Speaking on The Kevin O’Connor Show, Green did not focus on the officiating or the league’s review. His attention was on the Knicks and what he felt was a failure to respond in the moment.

“He pushed him down and none of the guys on the Knicks team did anything,” Green said. “Don’t not for one second think that didn’t matter. That mattered.”

Green was asked what he would have done if Wembanyama had done the same thing to Stephen Curry. His answer was immediate. He would have been thrown out of the game right there. That was not a hypothetical. That was a statement about what teammate loyalty looks like on the biggest stage.

For Green, the lack of response was not just a missed moment. It was something Wembanyama and the Spurs would have filed away.

What Brunson Said

Jalen Brunson #11 of the New York Knicks works.

GettyVictor Wembanyama (C) has cleared the NBA’s punishment decision after his shove of Jalen Brunson (L).

Brunson himself was characteristically unbothered when asked about the shove after the game. Rather than escalating the narrative, he kept his response brief and deliberate.

“Whatever you saw is what you saw,” Brunson told reporters, adding that the level of physical play from San Antonio did not affect him or his teammates.

It was a measured response from someone who does not give opponents bulletin board material. Still, whether the Knicks address the physicality differently heading into Game 4 remains to be seen.

Green’s Praise for Brunson

However, Green’s commentary on the Finals has not been entirely critical of the Knicks. On ESPN’s Inside the NBA, he made a genuine observation about Brunson’s standing in New York that spoke to something bigger than basketball.

Specifically, Green pointed out that the number of Brunson jerseys he sees at Madison Square Garden rivals what he has witnessed for Curry and LeBron James in their respective cities.

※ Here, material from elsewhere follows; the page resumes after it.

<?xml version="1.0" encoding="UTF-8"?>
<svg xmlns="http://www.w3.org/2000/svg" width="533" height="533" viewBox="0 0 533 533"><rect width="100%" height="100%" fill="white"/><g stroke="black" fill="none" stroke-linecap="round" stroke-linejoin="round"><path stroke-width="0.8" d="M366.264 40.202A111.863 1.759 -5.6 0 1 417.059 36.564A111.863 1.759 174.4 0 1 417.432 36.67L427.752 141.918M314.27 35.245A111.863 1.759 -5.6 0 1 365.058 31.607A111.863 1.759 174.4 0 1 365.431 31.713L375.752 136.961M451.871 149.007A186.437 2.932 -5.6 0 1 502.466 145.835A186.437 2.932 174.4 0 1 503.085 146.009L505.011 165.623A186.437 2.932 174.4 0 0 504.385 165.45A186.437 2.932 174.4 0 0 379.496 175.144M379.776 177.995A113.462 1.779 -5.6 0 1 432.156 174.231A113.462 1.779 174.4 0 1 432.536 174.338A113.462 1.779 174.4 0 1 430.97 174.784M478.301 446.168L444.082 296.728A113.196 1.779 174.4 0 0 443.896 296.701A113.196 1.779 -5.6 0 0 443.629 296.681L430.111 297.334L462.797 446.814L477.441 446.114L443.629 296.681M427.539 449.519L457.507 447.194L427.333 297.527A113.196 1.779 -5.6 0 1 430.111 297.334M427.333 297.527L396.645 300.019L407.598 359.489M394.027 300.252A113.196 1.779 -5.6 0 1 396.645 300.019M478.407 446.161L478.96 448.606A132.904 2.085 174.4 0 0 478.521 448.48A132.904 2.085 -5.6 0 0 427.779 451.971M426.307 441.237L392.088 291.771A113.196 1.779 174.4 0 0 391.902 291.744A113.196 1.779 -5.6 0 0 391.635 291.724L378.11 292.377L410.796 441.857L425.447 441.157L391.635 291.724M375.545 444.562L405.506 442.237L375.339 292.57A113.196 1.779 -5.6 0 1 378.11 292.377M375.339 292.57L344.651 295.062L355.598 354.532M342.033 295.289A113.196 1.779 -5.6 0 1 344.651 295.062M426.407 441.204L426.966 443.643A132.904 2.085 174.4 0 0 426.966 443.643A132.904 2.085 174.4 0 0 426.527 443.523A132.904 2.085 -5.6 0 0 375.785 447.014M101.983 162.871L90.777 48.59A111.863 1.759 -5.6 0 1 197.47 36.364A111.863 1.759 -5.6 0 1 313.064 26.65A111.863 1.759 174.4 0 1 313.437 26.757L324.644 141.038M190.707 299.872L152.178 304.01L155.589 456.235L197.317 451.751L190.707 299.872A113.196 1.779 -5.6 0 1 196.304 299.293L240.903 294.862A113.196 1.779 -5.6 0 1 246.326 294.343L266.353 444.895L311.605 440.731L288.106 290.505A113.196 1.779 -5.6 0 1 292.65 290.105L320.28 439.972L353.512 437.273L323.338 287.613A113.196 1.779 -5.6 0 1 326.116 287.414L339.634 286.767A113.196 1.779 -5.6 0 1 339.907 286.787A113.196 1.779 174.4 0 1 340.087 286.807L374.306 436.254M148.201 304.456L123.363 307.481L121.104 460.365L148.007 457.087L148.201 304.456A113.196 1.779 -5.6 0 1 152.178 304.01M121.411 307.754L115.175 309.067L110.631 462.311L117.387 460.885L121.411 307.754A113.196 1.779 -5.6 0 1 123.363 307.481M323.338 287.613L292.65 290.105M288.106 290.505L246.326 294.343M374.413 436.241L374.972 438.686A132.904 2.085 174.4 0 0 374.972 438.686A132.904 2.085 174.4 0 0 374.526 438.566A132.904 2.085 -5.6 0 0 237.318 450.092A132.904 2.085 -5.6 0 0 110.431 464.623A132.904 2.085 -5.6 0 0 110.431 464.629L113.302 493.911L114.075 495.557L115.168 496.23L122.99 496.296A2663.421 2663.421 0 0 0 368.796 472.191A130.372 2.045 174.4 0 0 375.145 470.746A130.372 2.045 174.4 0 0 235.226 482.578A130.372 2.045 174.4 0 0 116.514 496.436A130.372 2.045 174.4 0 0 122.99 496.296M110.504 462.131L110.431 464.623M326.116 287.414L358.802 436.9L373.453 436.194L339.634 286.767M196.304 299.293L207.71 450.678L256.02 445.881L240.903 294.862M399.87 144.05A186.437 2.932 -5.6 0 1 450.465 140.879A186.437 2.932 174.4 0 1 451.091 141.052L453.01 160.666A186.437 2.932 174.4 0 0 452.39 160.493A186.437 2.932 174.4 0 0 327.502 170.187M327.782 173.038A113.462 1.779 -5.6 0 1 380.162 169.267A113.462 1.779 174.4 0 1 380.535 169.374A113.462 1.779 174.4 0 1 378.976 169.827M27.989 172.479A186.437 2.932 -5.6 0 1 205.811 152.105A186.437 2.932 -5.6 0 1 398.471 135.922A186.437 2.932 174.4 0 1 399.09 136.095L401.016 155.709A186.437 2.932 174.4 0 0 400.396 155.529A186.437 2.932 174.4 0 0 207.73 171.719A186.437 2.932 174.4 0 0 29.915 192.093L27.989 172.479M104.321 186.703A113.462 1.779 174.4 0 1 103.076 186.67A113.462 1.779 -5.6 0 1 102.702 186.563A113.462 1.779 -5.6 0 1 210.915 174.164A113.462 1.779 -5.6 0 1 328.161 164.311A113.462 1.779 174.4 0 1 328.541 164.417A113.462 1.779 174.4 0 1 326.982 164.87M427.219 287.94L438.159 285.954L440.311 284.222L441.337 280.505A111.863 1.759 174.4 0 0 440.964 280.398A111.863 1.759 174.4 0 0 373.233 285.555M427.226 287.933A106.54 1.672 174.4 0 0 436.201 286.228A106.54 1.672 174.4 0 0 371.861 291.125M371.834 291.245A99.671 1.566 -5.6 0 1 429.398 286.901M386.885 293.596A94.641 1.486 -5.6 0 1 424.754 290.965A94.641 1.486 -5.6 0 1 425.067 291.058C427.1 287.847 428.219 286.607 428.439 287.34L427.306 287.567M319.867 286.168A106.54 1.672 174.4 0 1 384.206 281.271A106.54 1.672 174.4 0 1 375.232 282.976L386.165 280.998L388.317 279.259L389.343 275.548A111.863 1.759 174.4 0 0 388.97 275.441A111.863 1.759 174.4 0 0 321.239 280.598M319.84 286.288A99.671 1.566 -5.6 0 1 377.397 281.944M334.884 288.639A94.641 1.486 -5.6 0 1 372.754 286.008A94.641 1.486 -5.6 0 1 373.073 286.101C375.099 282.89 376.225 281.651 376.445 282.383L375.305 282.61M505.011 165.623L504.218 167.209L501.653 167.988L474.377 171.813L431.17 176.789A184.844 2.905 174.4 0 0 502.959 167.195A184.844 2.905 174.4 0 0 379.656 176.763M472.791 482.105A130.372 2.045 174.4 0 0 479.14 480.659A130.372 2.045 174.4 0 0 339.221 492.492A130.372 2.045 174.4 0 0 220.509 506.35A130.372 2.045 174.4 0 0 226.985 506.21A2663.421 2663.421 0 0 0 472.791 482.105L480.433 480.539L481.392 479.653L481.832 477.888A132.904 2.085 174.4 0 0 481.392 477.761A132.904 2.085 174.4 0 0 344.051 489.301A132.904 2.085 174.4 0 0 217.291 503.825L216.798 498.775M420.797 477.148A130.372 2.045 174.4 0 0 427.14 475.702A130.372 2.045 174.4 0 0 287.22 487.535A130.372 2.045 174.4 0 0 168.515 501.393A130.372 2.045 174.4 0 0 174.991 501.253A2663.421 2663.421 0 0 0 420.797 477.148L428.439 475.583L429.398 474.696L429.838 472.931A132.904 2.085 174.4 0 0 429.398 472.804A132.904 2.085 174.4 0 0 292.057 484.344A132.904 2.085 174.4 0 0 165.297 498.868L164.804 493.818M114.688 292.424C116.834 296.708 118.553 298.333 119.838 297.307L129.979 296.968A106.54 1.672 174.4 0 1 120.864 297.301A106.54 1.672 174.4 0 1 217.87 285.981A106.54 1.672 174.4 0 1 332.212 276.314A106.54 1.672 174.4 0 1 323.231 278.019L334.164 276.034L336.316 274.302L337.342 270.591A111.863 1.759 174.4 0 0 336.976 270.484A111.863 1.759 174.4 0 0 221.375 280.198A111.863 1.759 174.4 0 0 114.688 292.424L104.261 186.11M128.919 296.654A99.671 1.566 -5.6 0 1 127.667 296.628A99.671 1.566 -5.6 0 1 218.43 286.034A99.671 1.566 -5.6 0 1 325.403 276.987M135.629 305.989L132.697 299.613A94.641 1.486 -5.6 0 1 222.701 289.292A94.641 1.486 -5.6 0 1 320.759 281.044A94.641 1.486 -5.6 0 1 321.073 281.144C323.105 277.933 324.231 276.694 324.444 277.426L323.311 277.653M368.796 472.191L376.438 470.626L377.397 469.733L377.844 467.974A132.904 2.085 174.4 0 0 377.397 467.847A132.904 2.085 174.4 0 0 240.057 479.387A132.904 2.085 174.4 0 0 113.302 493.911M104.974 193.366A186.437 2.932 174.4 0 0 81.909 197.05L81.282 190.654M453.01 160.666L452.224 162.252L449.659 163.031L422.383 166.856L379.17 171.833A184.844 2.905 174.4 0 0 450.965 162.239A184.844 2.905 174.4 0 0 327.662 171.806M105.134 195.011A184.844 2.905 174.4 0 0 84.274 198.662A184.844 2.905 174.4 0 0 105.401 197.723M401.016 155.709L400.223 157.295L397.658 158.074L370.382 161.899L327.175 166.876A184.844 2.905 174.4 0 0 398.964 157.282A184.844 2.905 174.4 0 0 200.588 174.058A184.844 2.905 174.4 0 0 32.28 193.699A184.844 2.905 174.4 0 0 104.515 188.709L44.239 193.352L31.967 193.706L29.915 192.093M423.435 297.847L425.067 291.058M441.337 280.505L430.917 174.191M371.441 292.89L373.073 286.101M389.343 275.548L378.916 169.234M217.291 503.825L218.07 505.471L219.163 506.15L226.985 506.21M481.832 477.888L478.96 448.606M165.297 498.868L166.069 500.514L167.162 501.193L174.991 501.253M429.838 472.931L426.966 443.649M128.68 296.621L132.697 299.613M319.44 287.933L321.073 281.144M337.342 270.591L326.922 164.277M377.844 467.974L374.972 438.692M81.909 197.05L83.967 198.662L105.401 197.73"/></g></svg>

Brunson arrived as a free agent in 2022 and rebuilt the franchise from the ground up. That kind of connection with a fanbase does not happen by accident.

Meanwhile, Brunson has averaged 26.9 points and 6.2 assists per game through 17 playoff appearances this postseason. He drives everything the Knicks do, and Green clearly sees it.

Final Word for the Warriors

Draymond Green has played in six NBA Finals. He knows what moments matter. His point about the Knicks’ response came from experience, not noise.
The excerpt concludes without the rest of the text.